Comparison Texts Match Rate Avg Confidence Diff
PaddleOCR 3.3.0 vs ORT 1.21.1 228 100.0% 0.000019
PaddleOCR 3.3.0 vs ORT 1.24.3 228 100.0% 0.000019

All benchmarks: 3 runs/image, 1 warmup. All ORT configurations produce 100% identical text output to PaddleOCR native inference. Reproduce: python benchmarks/benchmark_unified.py --backend ort --num-runs 3 --threads 2

Why does ORT 1.24.3 at t=2 beat t=8? ORT 1.24.3's KleidiAI SME2 kernels dramatically accelerate rec (2.5x) and textline_ori (2.7x), but the det model regresses on high-resolution images due to a large-kernel Conv regression in ORT 1.24.x (kernel ≥ 7×7 on large spatial inputs). This regression is NOT caused by SME contention — it persists at t=2 and with disable-kleidiai. Factor decomposition: the 3.2x det gap at t=2 (ORT 1.24.3 vs 1.21.1) = 1.94x (thread count: t=2 vs t=8) × 1.65x (Conv kernel regression). The pipeline still wins overall because rec's 2.5x speedup outweighs det's regression. At t=1, the speedup is most dramatic (2.04x) because NEON can't parallelize at all, while KleidiAI SME2 still delivers full acceleration. See SME Thread Scaling for the full analysis.

Per-model inference breakdown (ms, averaged across 7 images)
Model ORT 1.21.1 (t=1) ORT 1.21.1 (t=2) ORT 1.21.1 (t=8) ORT 1.24.3 (t=1) ORT 1.24.3 (t=2) ORT 1.24.3 (t=8)
doc_ori 6.53 4.94 6.63 6.68 3.41 4.82
det 4,876.13 2,571.48 1,328.30 5,440.39 4,246.58 4,311.64
textline_ori 264.21 187.45 222.09 123.32 80.84 98.81
rec 11,703.89 6,523.42 4,850.45 2,647.07 1,931.17 2,579.15

Key insight: KleidiAI SME2 delivers massive acceleration on rec (4.4x at t=1) and textline_ori (2.1x at t=1).

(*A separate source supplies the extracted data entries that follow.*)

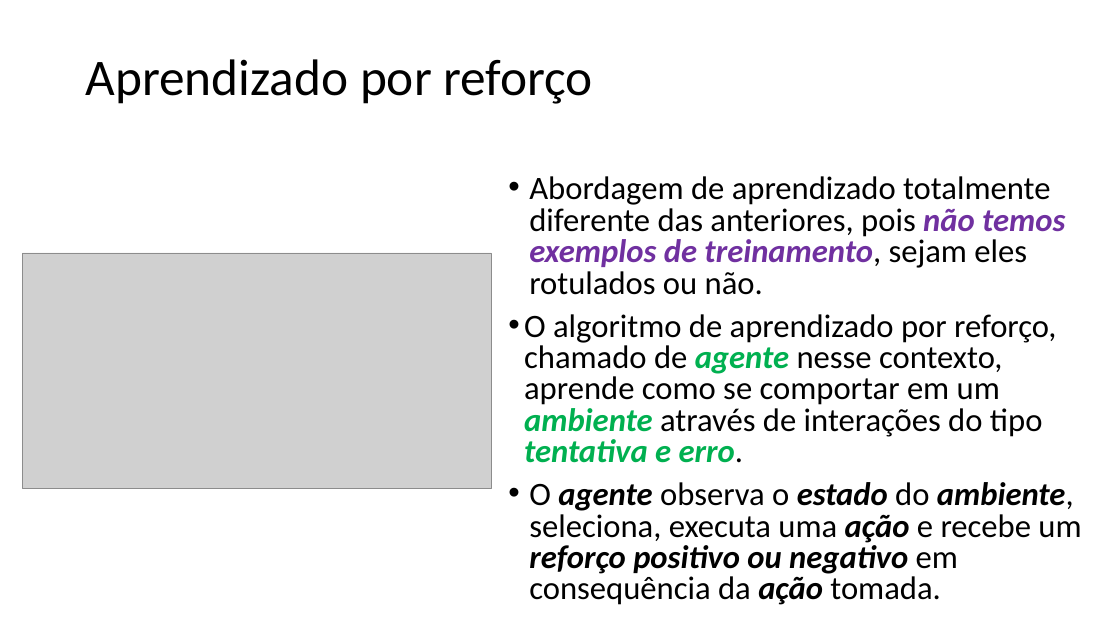
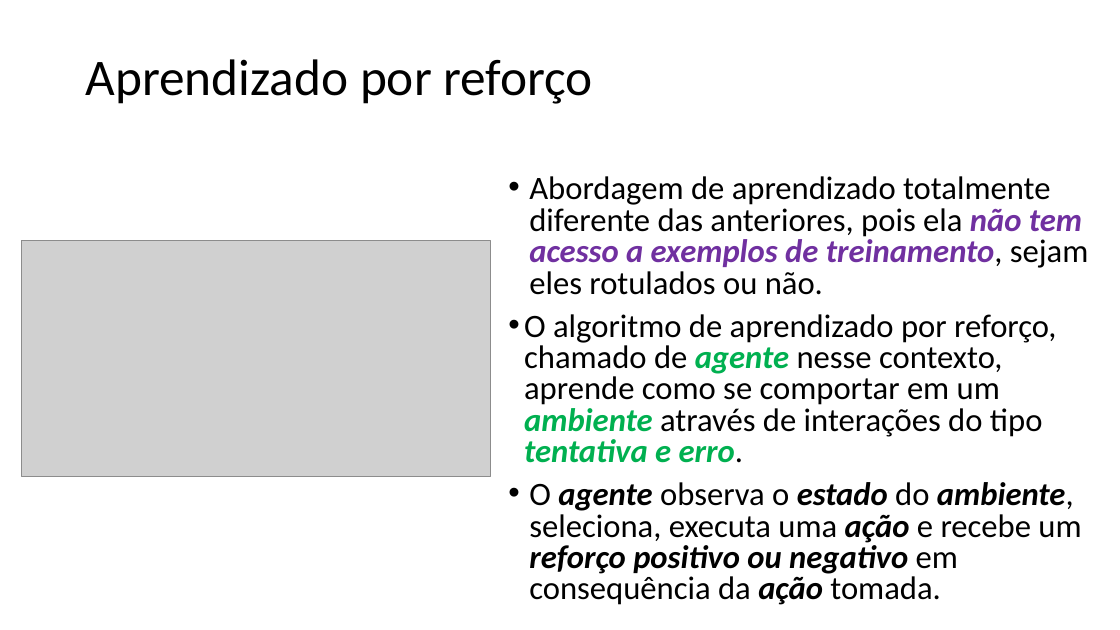
Before and after one commit to zz4fap/t319_aprendizado_de_maquina, a slide deck: slide 31 of slides/T319_Introdução.pptx (slide 30 before the commit). Drawn at 1120x630 pixels with LibreOffice and Linux fonts; fonts in the diff are those of the drawing; grey boxes stand for pictures. Boxes give left, top, right and bottom in pixels: in the first picture for what was removed or moved away, otherwise in the second. Text is boxed around its words. In the diff, an @@ line names an element or a change of style, - is before the commit and + after.

```diff
--- a/slides/T319_Introdução.pptx
+++ b/slides/T319_Introdução.pptx
@@ text at [529, 176, 1089, 295]: text changed @@
-• Abordagem de aprendizado totalmente diferente das anteriores, pois não temos exemplos de treinamento, sejam eles rotulados ou não.
+• Abordagem de aprendizado totalmente diferente das anteriores, pois ela não tem acesso a exemplos de treinamento, sejam eles rotulados ou não.
@@ picture: place and size @@
-picture at [23, 253, 492, 488]
+picture at [22, 241, 491, 476]
```
Also in this commit, not shown: 21 other slides changed, 3 slides added, 5 slides removed, 1 other file.

The det model regresses at high resolution, but rec dominates total pipeline time, so the net effect is a 2.04x pipeline speedup at t=1 and 1.48x at t=2.

Per-image latency breakdown
Image ORT 1.21.1 (t=1) ORT 1.21.1 (t=2) ORT 1.21.1 (t=8) ORT 1.24.3 (t=1) ORT 1.24.3 (t=2) ORT 1.24.3 (t=8)
ancient_demo.png 5,882 ms 3,192 ms 2,246 ms 1,391 ms 1,022 ms 1,340 ms
handwrite_ch_demo.png 3,125 ms 1,681 ms 1,144 ms 1,096 ms 673 ms 1,175 ms
handwrite_en_demo.png 3,907 ms 2,107 ms 1,429 ms 2,296 ms 828 ms 2,215 ms
japan_demo.png 22,953 ms 12,250 ms 7,971 ms 19,560 ms 18,425 ms 14,549 ms
magazine.png 36,143 ms 19,873 ms 14,025 ms 15,990 ms 11,601 ms 16,118 ms
magazine_vetical.png 36,115 ms 20,386 ms 14,341 ms 14,984 ms 9,732 ms 11,599 ms
pinyin_demo.png 10,235 ms 5,931 ms 4,323 ms 2,749 ms 2,039 ms 2,676 ms

Pipeline Architecture

┌─────────┐     ┌──────────┐     ┌───────┐     ┌──────────────┐     ┌───────┐
│  Image   │────▶│ doc_ori  │────▶│  det  │────▶│ textline_ori │────▶│  rec  │────▶ Results
│ (BGR)    │     │ 4-class  │     │  DB   │     │   2-class    │     │  CTC  │     [{text,
└─────────┘     │ rotation │     │ boxes │     │  rotation    │     │ decode│      conf,
                └──────────┘     └───────┘     └──────────────┘     └───────┘      bbox}]
                  LCNet           PP-OCRv5       LCNet              PP-OCRv5
                  224×224         HxW→stride32   160×80              48×W

See docs/PIPELINE_ARCHITECTURE.md for preprocessing parameters and implementation details.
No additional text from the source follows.